Read Playing God Online

Authors: Kate Flora

Playing God (28 page)

He passed it to Burgess, put the other videos away, and got up, dusting the dirt and lint off his knees. "Kevin O'Leary?"

"I'm not wearing gloves," Burgess said. "Can't get 'em on without help. If I ever find that guy with the pipe..." He passed the bag back. "Looks like O'Leary. But here's a twist. He came in a big, black car that waited for him. She wasn't too clear, but it sounds like he wasn't driving. We'd better talk to those kids, see what they noticed."

"What about the videos?"

Burgess shrugged wearily. Decisions. Decisions. Would this day never end? He was sick of the sensory stimulus, the voices, faces, stories, the lies and evasions. Tired of twisted fucks who liked to rape children. Soon as this case was over, he was becoming a hermit. "We can save those for later. Get pizza. Sit around and drool."

From the other room, a voice called, "Hello? Hello? Is anybody here?"

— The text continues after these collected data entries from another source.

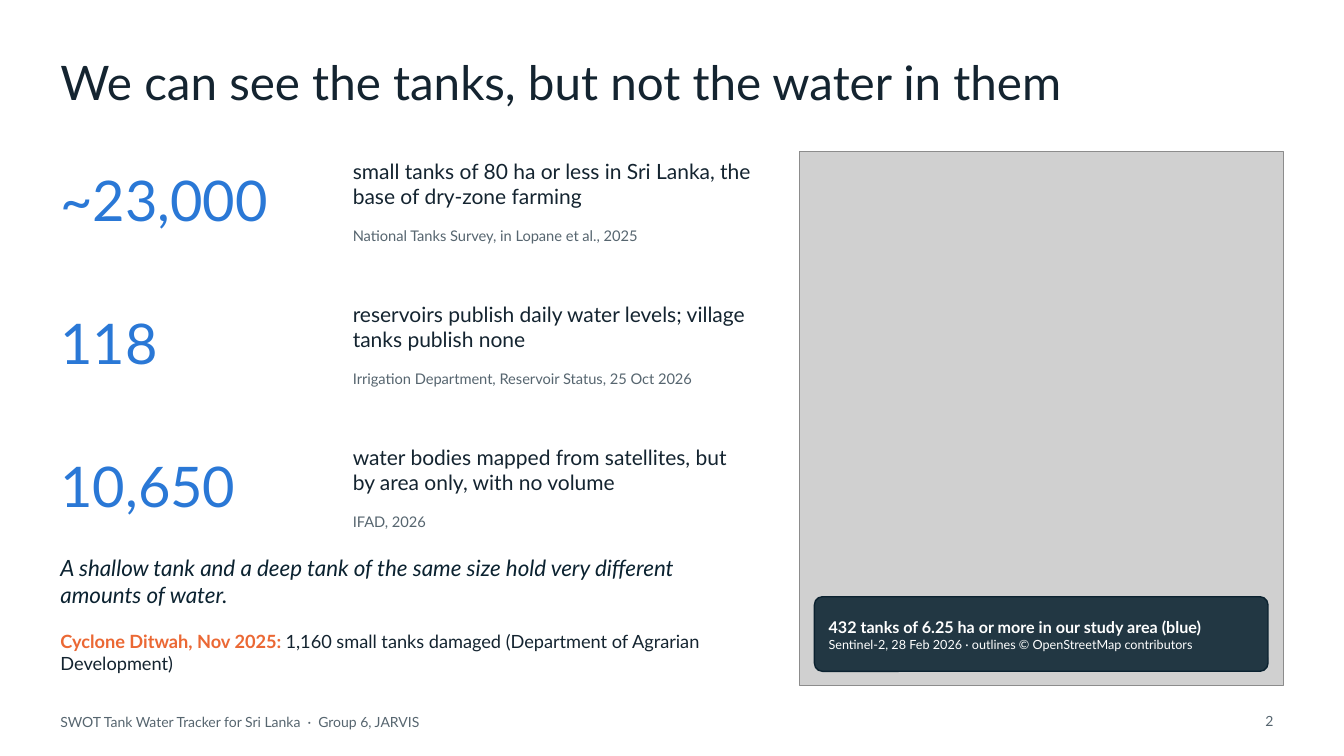
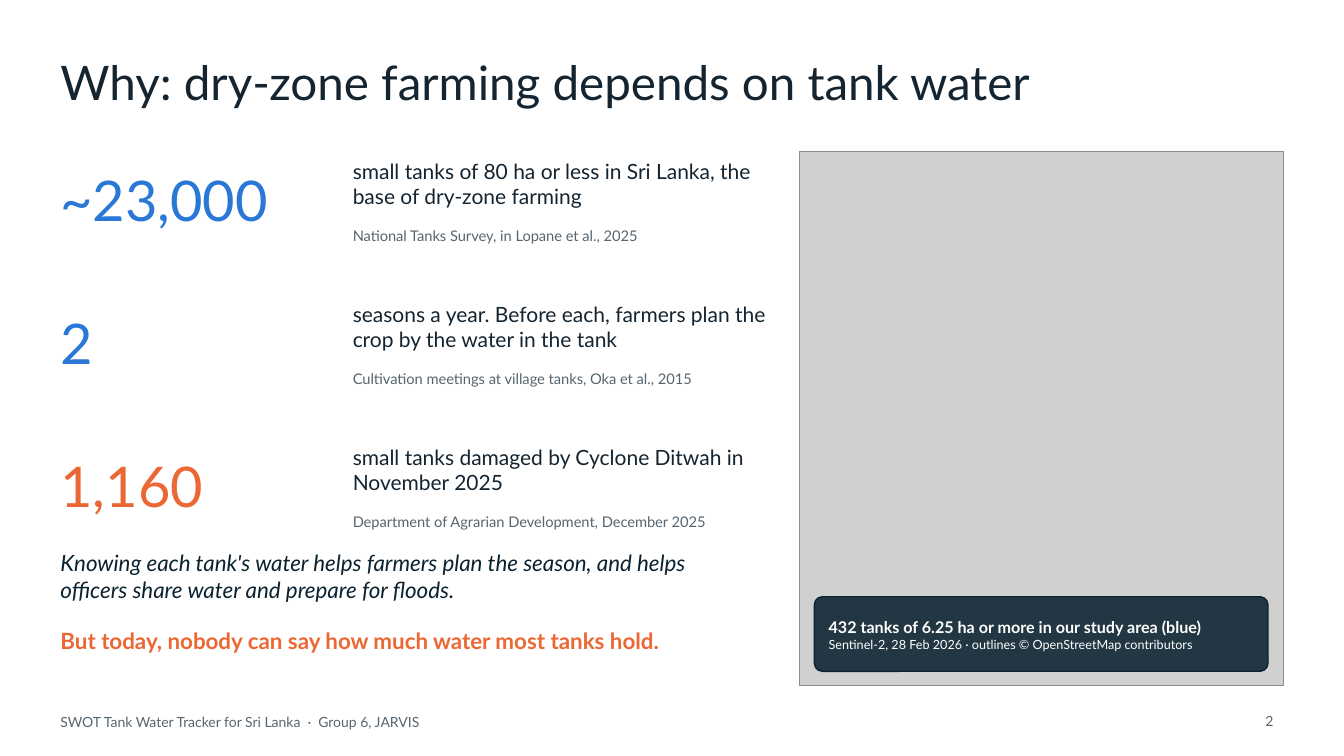
Before and after one commit to jarvis-uom/Mehara, a slide deck: slide 2 of swot-tank-tracker/presentation/SWOT Tank Water Tracker - proposal talk.pptx. Drawn at 1344x756 pixels with LibreOffice and Linux fonts; fonts in the diff are those of the drawing; grey boxes stand for pictures. Boxes give left, top, right and bottom in pixels: in the first picture for what was removed or moved away, otherwise in the second. Text is boxed around its words. In the diff, an @@ line names an element or a change of style, - is before the commit and + after.

```diff
--- a/swot-tank-tracker/presentation/SWOT Tank Water Tracker - proposal talk.pptx
+++ b/swot-tank-tracker/presentation/SWOT Tank Water Tracker - proposal talk.pptx
@@ title at box(60, 65, 1030, 109): text changed @@
-We can see the tanks, but not the water in them
+Why: dry-zone farming depends on tank water
@@ text at box(60, 323, 92, 364): text changed @@
-118
+2
@@ text at box(353, 306, 765, 351): text changed @@
-reservoirs publish daily water levels; village tanks publish none
+seasons a year. Before each, farmers plan the crop by the water in the tank
@@ text at box(353, 373, 692, 387): text changed @@
-Irrigation Department, Reservoir Status, 25 Oct 2026
+Cultivation meetings at village tanks, Oka et al., 2015
@@ text at box(353, 449, 744, 490): text changed @@
-water bodies mapped from satellites, but by area only, with no volume
+small tanks damaged by Cyclone Ditwah in November 2025
@@ text at box(60, 466, 203, 515): text changed; text colour #2A78D6 to #EB6834 @@
-10,650
+1,160
@@ text at box(353, 516, 706, 530): text changed @@
-IFAD, 2026
+Department of Agrarian Development, December 2025
@@ text at box(60, 554, 685, 602): text changed @@
-A shallow tank and a deep tank of the same size hold very different amounts of water.
+Knowing each tank's water helps farmers plan the season, and helps officers share water and prepare for floods.
@@ text at box(60, 632, 659, 653): text changed; size 13 to 16 pt; text colour #142430 to #EB6834; bold on @@
-Cyclone Ditwah, Nov 2025: 1,160 small tanks damaged (Department of Agrarian Development)
+But today, nobody can say how much water most tanks hold.
```
Also in this commit, not shown: 1 other slide changed, 2 slides added, 5 other files.

They found a small, round Asian man staring sadly at the mess on the floor. "I am the owner," he said, shaking his head in dismay. "I am Sam Sun. What has happened here? The policeman wasn't very clear. Is Mai all right?"

"She's gone to the hospital."

Sam Sun looked at them, and then he sighed. "She is so young and yet she is determined to work. Not like some, for the money to buy things, but to help out her family. Mai is a good girl." He stared at the bag in Kyle's hands. "You are cleaning up? There is no need. I will attend to it. First, I must go to the hospital and see about Mai. She will be frightened. Do you need me for anything before?"

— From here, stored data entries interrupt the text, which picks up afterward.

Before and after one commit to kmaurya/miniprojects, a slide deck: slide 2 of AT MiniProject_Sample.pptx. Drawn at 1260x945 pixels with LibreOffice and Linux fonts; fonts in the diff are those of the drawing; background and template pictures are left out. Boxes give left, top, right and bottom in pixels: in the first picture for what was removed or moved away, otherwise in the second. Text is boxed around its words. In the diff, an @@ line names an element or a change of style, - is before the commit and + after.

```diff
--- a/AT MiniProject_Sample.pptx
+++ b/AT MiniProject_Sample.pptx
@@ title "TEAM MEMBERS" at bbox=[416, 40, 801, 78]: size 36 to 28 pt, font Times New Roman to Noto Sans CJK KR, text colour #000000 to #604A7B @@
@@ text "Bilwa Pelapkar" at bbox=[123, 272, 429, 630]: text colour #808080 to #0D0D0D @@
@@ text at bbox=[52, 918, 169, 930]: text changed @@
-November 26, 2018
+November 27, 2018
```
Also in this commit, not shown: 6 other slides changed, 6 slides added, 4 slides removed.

"Yes. The man who attacked Mai was looking for tapes he said you were keeping for him."

Sun's opaque expression was defeated by agitated blinking. "How odd," he said. "We rent tapes to people. We do not store them."

Kyle hefted the bag and dumped the tapes out on the counter. "These videotapes were hidden in the back room. Do you mind if we take them?"

Mr. Sun bowed slightly. "Of course not, if you think they will help. May I see?"

Kyle, who still wore gloves, held out a tape. "Please don't touch it," he said.

Sun looked at the label. "These are not mine. I don't know. I don't know how they came to be here. Now please, if I may, I would like to lock up?"

They explained that a crime scene team needed to take photographs and fingerprints, but that if nothing was disturbed, it could be done when Mr. Sun was finished at the hospital. Burgess gave him the name and number to contact and a receipt for the bag and videotapes.

"Looks like Attorney McFarland will have to wait," Burgess said. "You want to call Vince, tell him what we've got?"

"Maybe Stan can go see McFarland. He might charm the woman. Unlike us."

"Yeah, we scare the hell out of people."

"I'd like to scare a little hell out of Kevin O'Leary."

"I'm with you there. Alana was right. He is a pig. What do you think of Sun? Telling the truth about the tapes?"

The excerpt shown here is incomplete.